谢若水好声好气地请他们出去抽烟,情况才稍微好转。
胡姐知道她今天缺人手,找了两个学生过来给她帮忙。
一个是会包馄饨的,另一个不会,帮忙收钱、记账、打包,大概是第一次做收银,有些手忙脚乱,数一数发现钱少了,望着谢若水的眼睛都有些发红。

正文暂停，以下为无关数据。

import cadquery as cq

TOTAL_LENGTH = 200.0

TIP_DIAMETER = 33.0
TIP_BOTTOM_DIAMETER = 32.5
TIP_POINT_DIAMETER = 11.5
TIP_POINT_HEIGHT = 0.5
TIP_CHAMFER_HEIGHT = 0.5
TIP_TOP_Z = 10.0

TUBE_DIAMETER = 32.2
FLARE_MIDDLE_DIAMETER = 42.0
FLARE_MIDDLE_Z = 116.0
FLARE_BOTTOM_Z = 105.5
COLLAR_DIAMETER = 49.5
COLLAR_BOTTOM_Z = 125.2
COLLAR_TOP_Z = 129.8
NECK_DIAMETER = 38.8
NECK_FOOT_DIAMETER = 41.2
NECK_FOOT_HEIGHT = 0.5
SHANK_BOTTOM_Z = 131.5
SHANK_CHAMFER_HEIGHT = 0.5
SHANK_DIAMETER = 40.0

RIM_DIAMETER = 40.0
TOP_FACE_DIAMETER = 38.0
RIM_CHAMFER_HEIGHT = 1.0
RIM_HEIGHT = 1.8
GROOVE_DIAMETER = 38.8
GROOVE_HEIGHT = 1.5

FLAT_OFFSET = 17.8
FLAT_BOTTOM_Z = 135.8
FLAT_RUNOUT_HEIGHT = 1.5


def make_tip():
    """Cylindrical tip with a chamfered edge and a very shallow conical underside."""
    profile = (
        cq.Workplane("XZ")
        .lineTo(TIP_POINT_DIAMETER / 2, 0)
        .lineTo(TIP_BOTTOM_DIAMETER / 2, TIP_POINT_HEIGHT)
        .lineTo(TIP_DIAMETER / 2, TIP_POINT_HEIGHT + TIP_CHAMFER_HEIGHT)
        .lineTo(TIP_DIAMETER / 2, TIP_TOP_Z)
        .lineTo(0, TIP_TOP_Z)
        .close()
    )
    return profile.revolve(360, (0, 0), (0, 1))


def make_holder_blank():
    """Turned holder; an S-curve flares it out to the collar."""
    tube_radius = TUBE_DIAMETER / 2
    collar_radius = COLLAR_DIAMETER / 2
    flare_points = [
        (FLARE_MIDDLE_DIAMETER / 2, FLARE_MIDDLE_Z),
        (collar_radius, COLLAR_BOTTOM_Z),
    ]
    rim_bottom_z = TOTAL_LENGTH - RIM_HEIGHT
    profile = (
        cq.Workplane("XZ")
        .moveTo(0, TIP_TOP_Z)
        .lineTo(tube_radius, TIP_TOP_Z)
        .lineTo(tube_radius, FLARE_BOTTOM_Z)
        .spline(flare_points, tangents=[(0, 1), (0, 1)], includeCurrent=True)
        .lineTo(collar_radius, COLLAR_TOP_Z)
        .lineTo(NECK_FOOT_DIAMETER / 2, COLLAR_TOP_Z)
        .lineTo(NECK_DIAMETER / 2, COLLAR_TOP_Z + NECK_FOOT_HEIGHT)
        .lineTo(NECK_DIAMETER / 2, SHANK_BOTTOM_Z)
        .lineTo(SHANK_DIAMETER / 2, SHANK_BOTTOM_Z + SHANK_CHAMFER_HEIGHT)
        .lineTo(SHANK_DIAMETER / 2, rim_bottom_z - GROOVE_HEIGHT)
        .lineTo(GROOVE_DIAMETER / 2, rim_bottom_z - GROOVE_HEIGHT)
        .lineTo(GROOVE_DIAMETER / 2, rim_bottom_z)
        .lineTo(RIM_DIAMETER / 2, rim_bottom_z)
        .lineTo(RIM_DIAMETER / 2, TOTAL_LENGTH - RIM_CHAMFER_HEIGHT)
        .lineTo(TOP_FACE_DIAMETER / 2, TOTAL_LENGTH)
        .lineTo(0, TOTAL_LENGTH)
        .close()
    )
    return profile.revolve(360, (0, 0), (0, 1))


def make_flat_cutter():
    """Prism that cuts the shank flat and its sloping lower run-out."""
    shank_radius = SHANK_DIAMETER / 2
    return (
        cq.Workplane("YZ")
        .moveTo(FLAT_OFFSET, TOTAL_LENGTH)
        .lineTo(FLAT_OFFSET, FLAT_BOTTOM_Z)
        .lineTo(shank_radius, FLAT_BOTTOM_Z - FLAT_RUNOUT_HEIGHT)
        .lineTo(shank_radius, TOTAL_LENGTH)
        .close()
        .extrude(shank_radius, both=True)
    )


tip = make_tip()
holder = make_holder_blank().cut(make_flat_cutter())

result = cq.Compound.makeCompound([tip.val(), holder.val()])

“没事儿,下次注意就行,没事儿啊,”谢若水安慰了一句,“看见裴昭了吗,上哪儿偷懒去了?”
她刚转过头,就看见三张熟悉的脸。
一家三口气势汹汹迈进店门,大伯走在最前面,一脸怒意,伯母在左边,眼神复杂,右边的谢辉一脸清高傲慢。
晦气。
谢若水满脑子就这俩字。
“谢若水!”大伯扯着嗓子吼,“你胆子挺肥啊?一个姑娘家,一声不吭离家出走,你以为我不会收拾你是吧!”
店里的谈笑声戛然而止,所有人齐齐转头,看着他们。
谢若水不想在这一天发生任何不愉快,指了指身后的小门,“有什么事儿进来说。”
“就在这儿说!让大伙儿都看看!”大伯一拍桌,“老板呢!把老板叫出来!他今天不把你辞了,我天天上他这儿闹!”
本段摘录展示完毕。